Alexandre attended the Masters in Data Science program at CDS from September 2015 to December 2016, and is now a Ph.D. Resident in AI Research at Facebook. He spoke with us about his experience as a member of one of the earlier cohorts at CDS, “radioactive data”, and real-world impact.
This interview has been lightly edited for clarity.
How did you first become interested in the field of data science?
My very first encounter with data science was during a computer vision class project at Ecole Polytechnique. Back then I was working on super-resolution: given a low-resolution image, we wanted to create a higher-resolution version of the same image, with 4x as many pixels. Our method was a mix of rule-based methods combining pixel values, with a few additional improvements we came up with. As I was reading literature on the subject, I came across a paper that was using convolutional neural networks for this task. Their approach sounded very elegant: just “train” a model on pairs of low- and high- resolution images, and given a new low-resolution image, the model will output its corresponding high-resolution version. This got me very excited about neural networks and data science.
What brought you to CDS?
I applied to CDS in 2014, which was one year after the first cohort entered the program. Even though the program was very young, the curriculum was appealing and the fact that Yann Lecun was the founder of CDS was a big factor for me. Also in retrospect, living in New York is a fantastic experience.
What was your experience with CDS like?
I had an amazing experience at CDS. It’s a great environment: we have a strong faculty and the students are nice and smart. What I particularly liked about CDS is having a dedicated space where students go between classes to work. There are regular talks and research seminars in this space where renowned researchers present their latest results. It also encourages collaboration for understanding coursework, working on projects, and in general getting to know other students. I think this is one of the essential ingredients that creates the spirit of the cohort.
What has been the most challenging point in your career as a data scientist?
I think one of the most challenging parts of research is resilience: you have to keep working on a topic even though your technique is not working yet. For my first paper, I spent quite a lot of time testing various models for a privacy task called “membership inference”, but none of these models were able to get better performance than a very simple model. A couple of weeks later, we realized that there was a theoretical reason for it, which was one of the main contributions of this project.

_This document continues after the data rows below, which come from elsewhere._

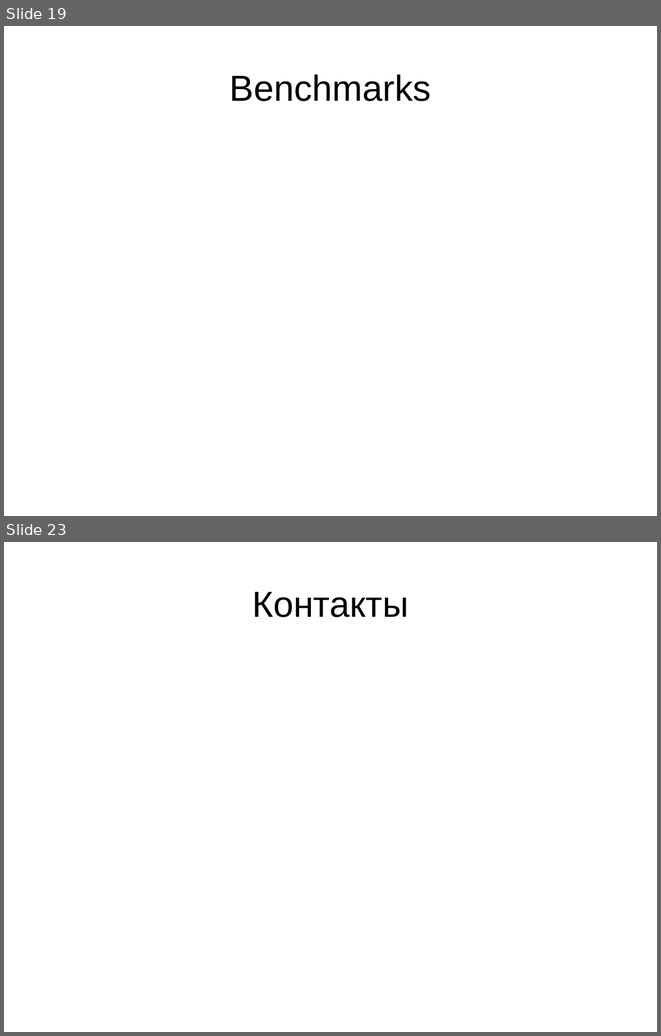
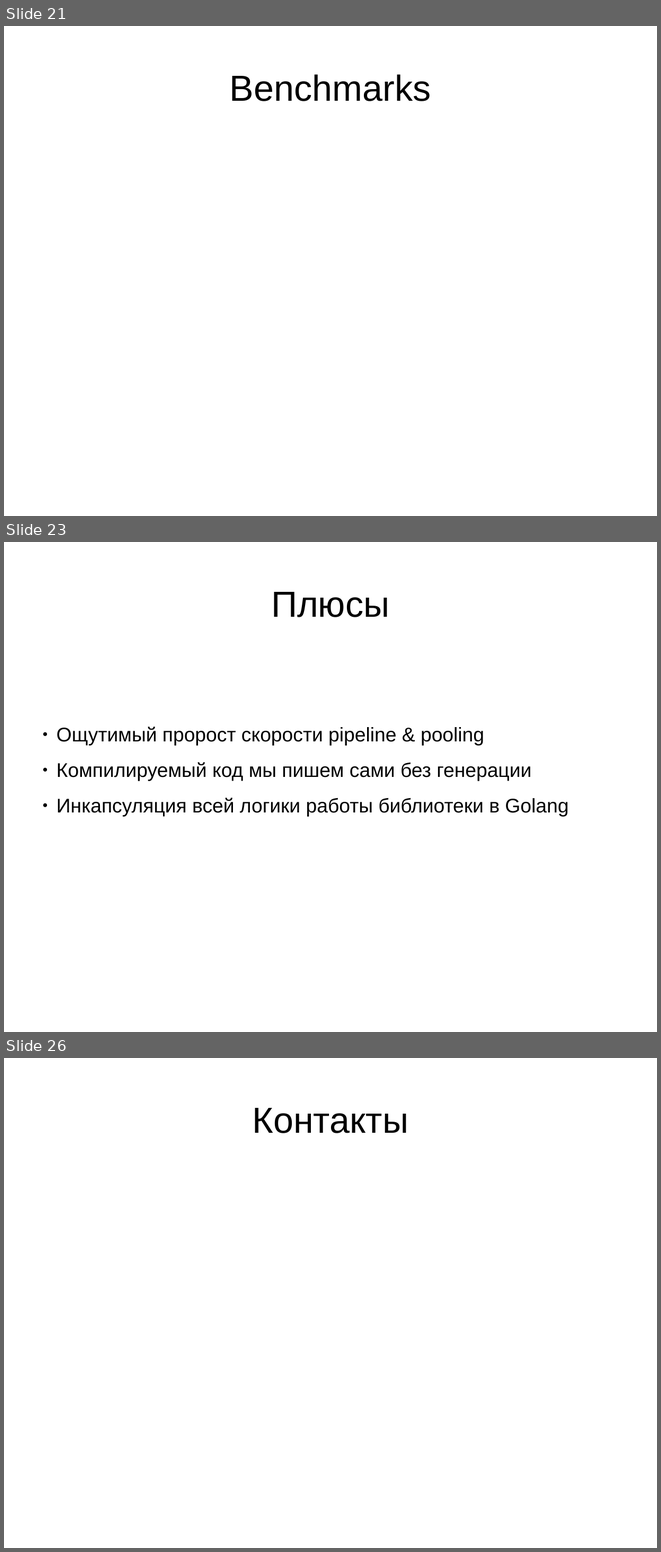
Before and after one commit to deslum/gopipe, a slide deck: presentation.odp. Shown one above the other, each under a label of ours: slides 19 and 23 before the commit, slides 21, 23 and 26 after it; the slides between them are not shown. The pictures are 661x1036 and 661x1552 pixels, drawn with LibreOffice and Linux fonts; fonts in the diff are those of the drawing. Boxes give left, top, right and bottom in pixels: in the first picture for what was removed or moved away, otherwise in the second. Text is boxed around its words. In the diff, an @@ line names an element or a change of style, - is before the commit and + after.

```diff
--- a/presentation.odp
+++ b/presentation.odp
@@ slide 23 added at <box>4,542,657,1032</box>, background #FFFFFF @@
@@ title added at <box>271,592,389,617</box>, 44 pt, text #000000 @@
+Плюсы
@@ text added at <box>56,726,568,817</box>, 24 pt, text #000000 @@
+● Ощутимый пророст скорости pipeline & pooling
+● Компилируемый код мы пишем сами без генерации
+● Инкапсуляция всей логики работы библиотеки в Golang
@@ what was slide 19 is now slide 21 @@
@@ what was slide 23 is now slide 26 @@
```
Also in this commit, not shown: 8 slides changed, 11 other slides added, 9 slides removed, 9 other files.
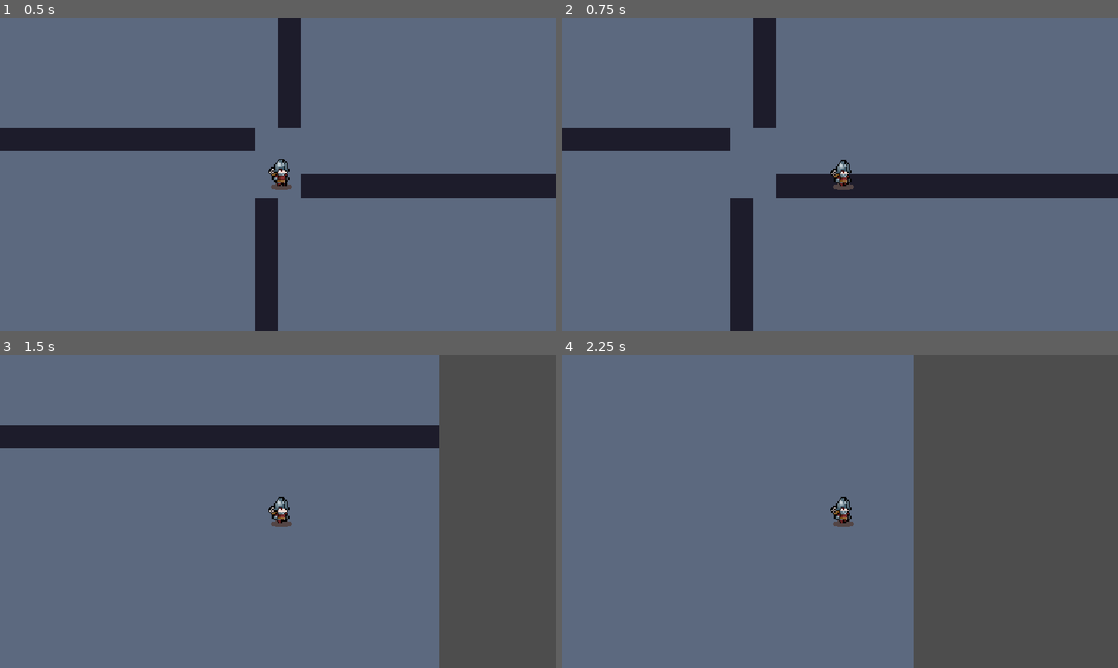
Above: before the commit, frames 1-4 (two rows, left to right).
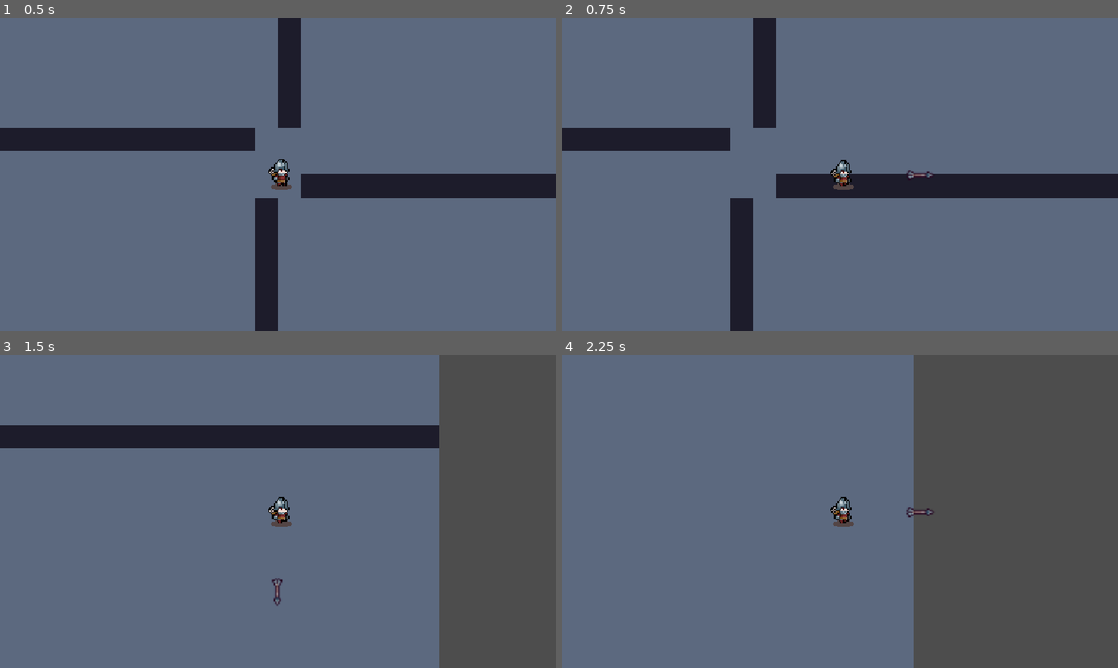
Above: after the commit, the same moments.

Repository: vorrjjard-2/game-dev
Game: Godot game, scene res://node_2d.tscn
Two runs of this game, one before a commit and one after it. Both use one fixed random seed, a clock stepped at 60 frames per second and the inputs below. The engine's default icon, where the game draws it, is replaced by a stand-in: a white triangle on a blue panel in a dark square.
Inputs:
- Up to frame 1 (0.5 s): no input
- Up to frame 2 (0.75 s): tap Enter at 0.5 s; hold Right (ui_right) from 0.53 s (still down); tap Space (shoot, bound only after the commit) at 0.6 s
- Up to frame 3 (1.5 s): release Right (ui_right) at 1.28 s; hold Down (ui_down) from 1.28 s (still down); tap Space (shoot, bound only after the commit) at 1.35 s
- Up to frame 4 (2.25 s): release Down (ui_down) at 2.03 s; hold Right (ui_right) from 2.03 s (still down); tap Space (shoot, bound only after the commit) at 2.1 s

Frame 1 is identical in both runs. In frame 2, less than 0.1% of the frame differs, in the area x 61-67%, y 48-52%; in frame 3, less than 0.1%, in the area x 48-51%, y 71-81%; in frame 4, less than 0.1%.

Commit message:
shooting

Diff:
--- /dev/null
+++ b/game-3/arrow.gd
@@ -0,0 +1,19 @@
+extends Area2D
+
+const SPEED := 600.0
+
+var direction := Vector2.RIGHT
+var shooter: Node = null
+
+func _ready() -> void:
+	rotation = direction.angle()
+	body_entered.connect(_on_body_entered)
+	get_tree().create_timer(2.0).timeout.connect(queue_free) # remove arrows every 2 sec
+
+func _physics_process(delta: float) -> void:
+	position += direction * SPEED * delta
+
+func _on_body_entered(body: Node) -> void:
+	if body == shooter:
+		return
+	queue_free() # dissaprear after hitting something
--- /dev/null
+++ b/game-3/arrow.tscn
@@ -0,0 +1,17 @@
+[gd_scene format=3 uid="uid://dyq7tph8o5w37"]
+
+[ext_resource type="Script" uid="uid://4g5l1mome0vb" path="res://arrow.gd" id="1_2ndhl"]
+[ext_resource type="Texture2D" uid="uid://k6hbi184o5jx" path="res://Tiny RPG Character Asset Pack 01 v2.0 -Free Soldier&Orc/Arrow(Projectile)/Arrow01(32x32).png" id="1_l5ahi"]
+
+[sub_resource type="RectangleShape2D" id="RectangleShape2D_gbb63"]
+size = Vector2(20, 7)
+
+[node name="Arrow" type="Area2D" unique_id=724070301]
+script = ExtResource("1_2ndhl")
+
+[node name="Sprite2D" type="Sprite2D" parent="." unique_id=809760904]
+texture = ExtResource("1_l5ahi")
+
+[node name="CollisionShape2D" type="CollisionShape2D" parent="." unique_id=1887585212]
+position = Vector2(0, 0.5)
+shape = SubResource("RectangleShape2D_gbb63")
--- a/game-3/character_body_2d.gd
+++ b/game-3/character_body_2d.gd
@@ -3,6 +3,8 @@
 @onready var body = self
 @onready var animated_sprite = $AnimatedSprite2D
 
+const ARROW_SCENE := preload("res://arrow.tscn")
+var facing := Vector2.RIGHT
 const SPEED := 300.0
 
 func _ready() -> void:
@@ -11,6 +13,7 @@
 func _physics_process(delta: float) -> void:
 	var direction := Input.get_vector("ui_left", "ui_right", "ui_up", "ui_down")
 	if direction:
+		facing = direction.normalized()
 		velocity = direction * SPEED
 		animated_sprite.play("walk")
 		if velocity.x != 0:
@@ -22,5 +25,15 @@
 
 	move_and_slide()
 
+	if Input.is_action_just_pressed("shoot"):
+		shoot()
+
 	if is_on_wall():
 		animated_sprite.play("idle")
+
+func shoot() -> void:
+	var arrow := ARROW_SCENE.instantiate()
+	arrow.direction = facing
+	arrow.shooter = self
+	arrow.global_position = global_position + facing * 20
+	get_parent().add_child(arrow)
--- a/game-3/project.godot
+++ b/game-3/project.godot
@@ -20,6 +20,14 @@
 window/stretch/mode="canvas_items"
 window/stretch/aspect="expand"
 
+[input]
+
+shoot={
+"deadzone": 0.2,
+"events": [Object(InputEventKey,"resource_local_to_scene":false,"resource_name":"","device":-1,"window_id":0,"alt_pressed":false,"shift_pressed":false,"ctrl_pressed":false,"meta_pressed":false,"pressed":false,"keycode":0,"physical_keycode":32,"key_label":0,"unicode":32,"location":0,"echo":false,"script":null)
+]
+}
+
 [physics]
 
 3d/physics_engine="Jolt Physics"
Not shown, added: game-3/arrow.gd.uid
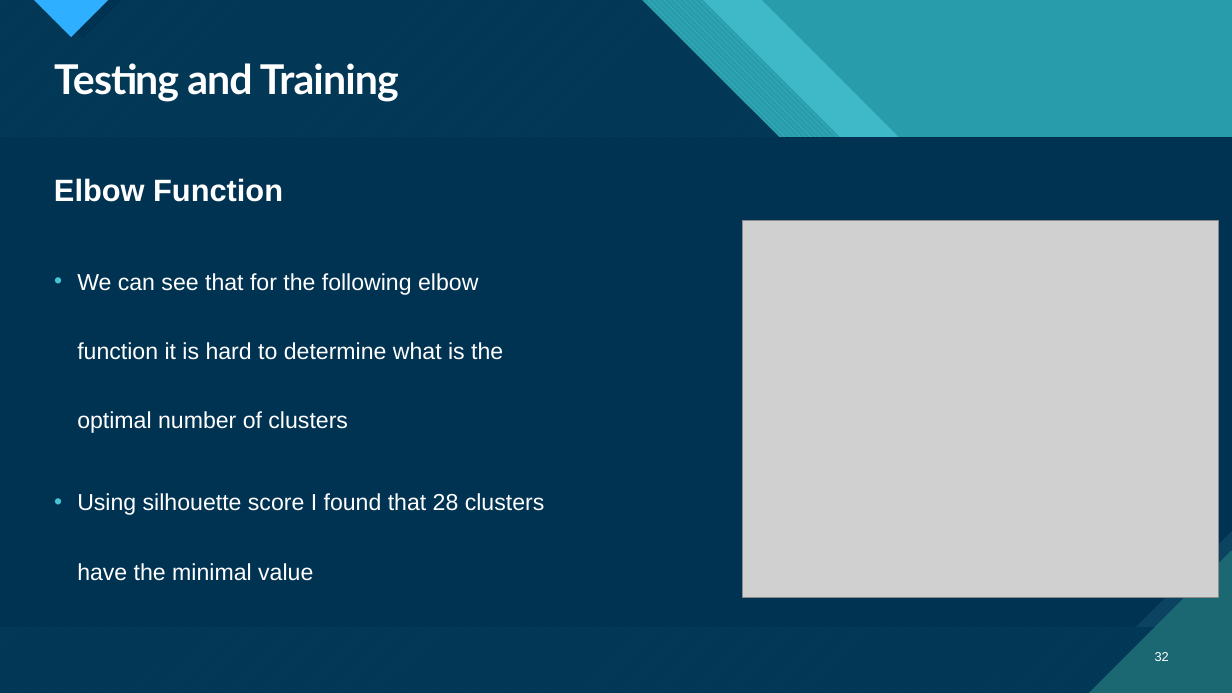
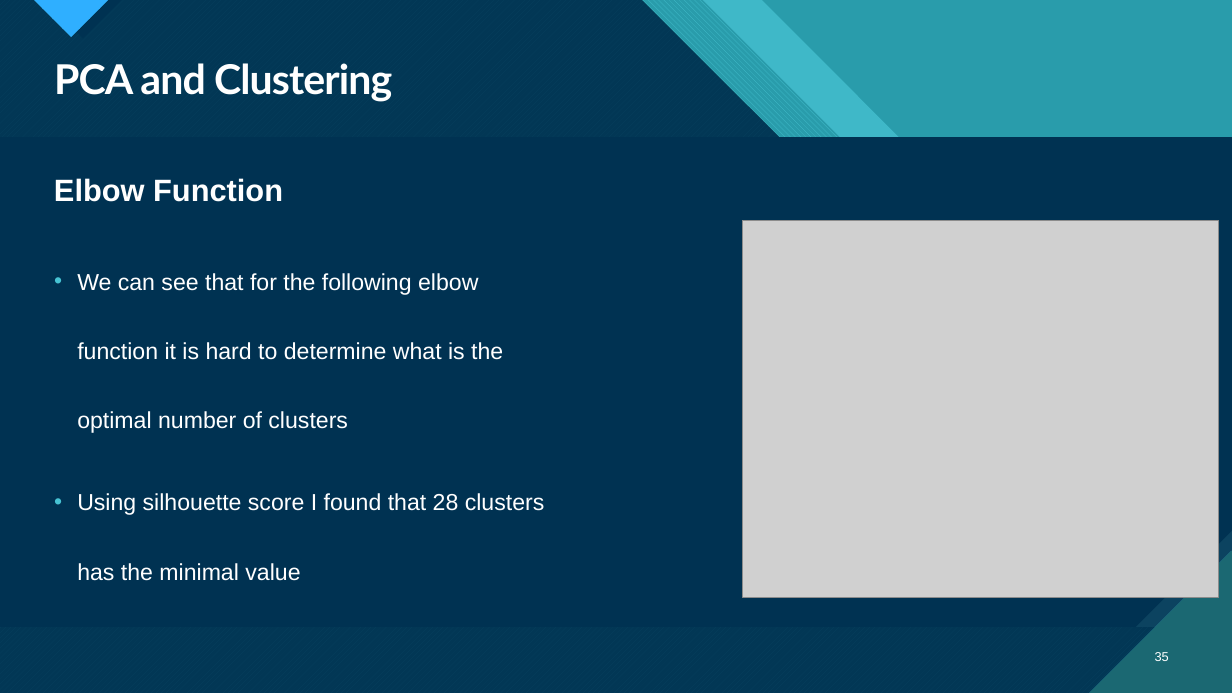
Before and after one commit to DoronF3/School-Projects, a slide deck: slide 35 of Data Science/Data Science Final Project.pptx (slide 32 before the commit). Drawn at 1232x693 pixels with LibreOffice and Linux fonts; fonts in the diff are those of the drawing; grey boxes stand for pictures. Boxes give left, top, right and bottom in pixels: in the first picture for what was removed or moved away, otherwise in the second. Text is boxed around its words. In the diff, an @@ line names an element or a change of style, - is before the commit and + after.

```diff
--- a/Data Science/Data Science Final Project.pptx
+++ b/Data Science/Data Science Final Project.pptx
@@ title at bbox=[54, 63, 392, 102]: text changed @@
-Testing and Training
+PCA and Clustering
@@ text at bbox=[77, 493, 545, 581]: text changed @@
-• Using silhouette score I found that 28 clusters have the minimal value
+• Using silhouette score I found that 28 clusters has the minimal value
@@ page number at bbox=[1155, 652, 1169, 661]: text changed @@
-32
+35
```
Also in this commit, not shown: 21 other slides changed, 5 slides added, 8 slides removed, 2 other files.

What has been the most rewarding point in your career as a data scientist?
I think one of the most rewarding moments is when you get people excited about what you are doing. When I presented my first paper at a conference, I met other researchers who had encountered the same data science problem as me and were interested in my solution. Knowing that your research can help others is very satisfying.
What upcoming projects are you most excited for?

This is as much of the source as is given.